The above hypothesis of duodenal motility does not contradict known scientific facts but unites them into a rational system that shows how the rationalism of nature protects the digestive tract from the inevitable evil in the form of a mixture of hydrochloric acid and pepsin. Most acquired diseases of the digestive tract are caused by a breakthrough in this natural defense. Without touching on the etiology of this phenomenon, it can be said with confidence that inflammatory diseases of the stomach and duodenum (ulcers, gastritis, duodenitis and gastroesophageal reflux (GER) are a consequence of hypersecretion of hydrochloric acid. The effectiveness of treating these syndromes with drugs that reduce acid secretion, as well as antacids and prorectors that protect the mucous membrane of organs from contact with acid, is convincing evidence of the role of hypersecretion of hydrochloric acid in the pathogenesis of these disorders. Below are examples of how the new concept of duodenal motility is changing our understanding of the pathophysiology of some diseases.
According to the suggestion of Professor Carl von Rokitansky (1842), the cause of SMAS is considered to be compression of the duodenum in the angle between the aorta and the superior mesenteric artery.
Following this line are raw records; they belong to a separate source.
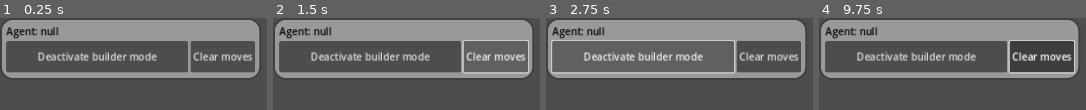
Above: before the commit, frames 1-4 (left to right).
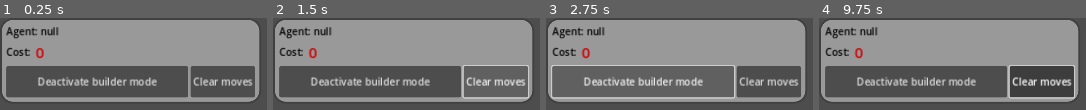
Above: after the commit, the same moments.

Repository: dqhieuu/procon-2023
Game: Godot game, scene res://builder_agent_info.tscn
The game is run twice, just before and just after one commit, with the same random seed, the same clock (stepped at 60 frames per second) and the same inputs. This scene is started directly instead of the project's main scene.
Inputs (mouse positions are in pixels of both pictures, inside the frame that each line leads up to):
- Up to frame 1 (0.25 s): no input
- Up to frame 2 (1.5 s): click "Deactivate builder mode" at 0.5 s; click "Clear moves" at 1.25 s
- Up to frame 3 (2.75 s): click "Deactivate builder mode" at 2 s
- Up to frame 4 (9.75 s): click "Clear moves" at 2.75 s; click "Deactivate builder mode" at 3.5 s; click "Clear moves" at 4.25 s; tap Enter at 5, 6.5, 8 s; move the mouse to (outside the picture) at 5.02 s; press the mouse at (outside the picture) at 5.03 s; release the mouse at (outside the picture) at 5.75 s; tap Space (end_turn) at 5.75, 7.25, 8.75 s; drag from (outside the picture) to (outside the picture) at 5.77 s; move the mouse to (outside the picture) at 6.52 s; hold G (generate_builder_pos) 6.53-7.25 s; click (outside the picture) at 6.67 s; drag from (outside the picture) to (outside the picture) at 7.27 s; move the mouse to (outside the picture) at 8.02 s; hold B (toggle_builder_mode) 8.03-8.75 s; click (outside the picture) at 8.17 s; drag from (outside the picture) to (outside the picture) at 8.77 s; move the mouse to (outside the picture) at 9.52 s; hold Space (end_turn) from 9.53 s (still down); click (outside the picture) at 9.67 s

The runs differ from the first frame. In frame 1, 38% of the frame differs, in the area x 0-98%, y 25-92%; in frame 2, 40%; in frame 3, 41%, in the area x 0-98%, y 23-92%; in frame 4, 39%.

Commit message:
Add cost feature fully

Diff:
--- a/gui/builder_agent_info.gd
+++ b/gui/builder_agent_info.gd
@@ -4,6 +4,7 @@
 var craftsman_pos = null
 var craftsman_is_t1 = null
 var strategy = null
+var builder_cost = 0
 
 
 func _process(delta):
@@ -17,6 +18,12 @@
 	$AgentInfo/HBoxContainer/ActivateBuilderMode.disabled = is_selecting_other_craftsman
 
 	$AgentInfo/HBoxContainer/ActivateBuilderMode.text = "Deactivate builder mode" if craftsman_id == Globals.selected_buider_craftsman_id else "Activate builder mode"
+
+	$AgentInfo/CostRow/Cost.text = str(builder_cost)
+
+	var map_node = get_tree().get_first_node_in_group('map')
+	var should_builder_cost_be_warned = builder_cost == 0 or builder_cost + map_node.turn_number > map_node.max_turns
+	$AgentInfo/CostRow/Cost.add_theme_color_override("font_color", Color("#d10000") if  should_builder_cost_be_warned else Color.BLACK)
 
 
 
--- a/gui/builder_agent_info.tscn
+++ b/gui/builder_agent_info.tscn
@@ -50,6 +50,22 @@
 theme_override_colors/font_color = Color(0, 0, 0, 1)
 text = "Agent: null"
 
+[node name="CostRow" type="HBoxContainer" parent="AgentInfo"]
+layout_mode = 2
+
+[node name="CostLabel" type="Label" parent="AgentInfo/CostRow"]
+layout_mode = 2
+mouse_filter = 1
+theme_override_colors/font_color = Color(0, 0, 0, 1)
+text = "Cost: "
+
+[node name="Cost" type="Label" parent="AgentInfo/CostRow"]
+layout_mode = 2
+mouse_filter = 1
+theme_override_colors/font_color = Color(0.819608, 0, 0, 1)
+theme_override_font_sizes/font_size = 24
+text = "0"
+
 [node name="Strategy" type="Label" parent="AgentInfo"]
 visible = false
 layout_mode = 2
--- a/gui/builder_agent_list.gd
+++ b/gui/builder_agent_list.gd
@@ -17,7 +17,7 @@
 	if event.is_action_pressed("generate_builder_pos"):
 		send_generate_builder_pos_request()
 
-func update_agent_list(new_agent_list):
+func update_agent_list(new_agent_list, builder_cost_by_craftsman):
 	var is_dirty_agent_list = false
 
 	if len(agent_list) != len(new_agent_list):
@@ -36,11 +36,18 @@
 		for agent in agent_list:
 			var builder_info_node = BuilderInfo.instantiate()
 			builder_info_node.craftsman_id = agent.id
+
 			add_child(builder_info_node)
 
 	var node_list = get_children()
 	for i in len(node_list):
 		node_list[i].craftsman_pos = agent_list[i].pos
 
+		var agent_id = agent_list[i].id
+
+		node_list[i].builder_cost = 0
+		if builder_cost_by_craftsman.has(agent_id):
+			node_list[i].builder_cost = builder_cost_by_craftsman[agent_id]
+
 func send_generate_builder_pos_request():
 	HTTP.generate_builder_pos()
--- a/gui/map_display.gd
+++ b/gui/map_display.gd
@@ -4,6 +4,7 @@
 @export var height: int
 
 var turn_number = 1
+var max_turns = 0
 
 # Called when the node enters the scene tree for the first time.
 func _ready():
@@ -118,6 +119,7 @@
 	height = json.options.map_height
 
 	turn_number = game_state.turn_number
+	max_turns = json.options.map_height
 
 	var num_of_tiles = width*height;
 	var is_num_of_tiles_changed = num_of_tiles != $GridContainer.get_child_count()
@@ -178,7 +180,7 @@
 
 
 	for e in get_nodes_by_group("turn_info"):
-		e.text = "Turn %d/%d: %s" % [game_state.turn_number, json.options.max_turns, _turn_state_to_string(game_state.turn_state)]
+		e.text = "Turn %d/%d: %s" % [turn_number, max_turns, _turn_state_to_string(game_state.turn_state)]
 
 
 	var replay_node = get_tree().get_first_node_in_group('replay_feature')
--- a/gui/scheduler.gd
+++ b/gui/scheduler.gd
@@ -41,7 +41,7 @@
 	# agent_list_node.update_agent_list(current_state.agent_strategy_list)
 
 	var builder_list_node = get_tree().get_first_node_in_group('builder_agent_list')
-	builder_list_node.update_agent_list(current_state.state.craftsmen)
+	builder_list_node.update_agent_list(current_state.state.craftsmen, current_state.builder_cost_by_craftsman)
 
 	if map_node.turn_number != current_state.state.turn_number:
 		map_node.load_map(current_state)
Not shown, changed: simulator_new/server.py

Analysis of this hypothesis, based on which most of these patients undergo surgical treatment, does not stand up to criticism[7][11][18][19][20]. The assertion that in thin people, fatty tissue disappears from the aorto-mesenteric angle, which leads to a decrease in the angle and to compression of the intestine between the vessels, contradicts scientific facts. Firstly, because in some patients the BMI is within normal limits, and sometimes higher than normal. Secondly, millions of thin people with a narrow angle do not have obstruction in the third part of the duodenum. Thirdly, the length and location of the narrowing of the duodenum cannot be caused by compression in the aorto-mesenteric angle (Figure 5).
Since the true diameter of the abdominal aorta at this location is 2 cm, and that of the superior mesenteric artery (SMA) is 1 cm, the compression of the intestine between these vessels cannot be longer than 2 cm, and even more so it cannot be located far from the midline of the vertebra where these vessels are located. I measured the distance from proximal points the sharp contraction in the 3rd part of the duodenum to the location of the SMA, i.e., up to the middle of the 3rd lumbar vertebra (L3) on 35 radiographs, CT, and MRI, published in PubMed and PMC. In 29 (83%) cases on X-ray examination or on CT and MRI, the length of the narrowed segment of the duodenum ranged from 2.5 to 4.6 cm (3.30 ± 0.15 cm) and always started a few centimeters to the right of L-3. In 6 cases, the length from the beginning of the narrowing to the midline of the vertebra was about 2 cm, but I was unable to detect its continuation to the left of the midline L3.
Thus, the narrowing of the duodenum in SMAS in length (3.30 ± 0.15 cm) and location completely corresponded to the length (3.2 ± 0.15 cm) (p> 0.05) and location of Ochsner’s sphincter. These data confirm Ochsner’s research that hypersecretion of hydrochloric acid causes persistent contraction (dyskinesia) of Ochsner’s sphincter, which in severe cases leads to obstruction of the duodenum.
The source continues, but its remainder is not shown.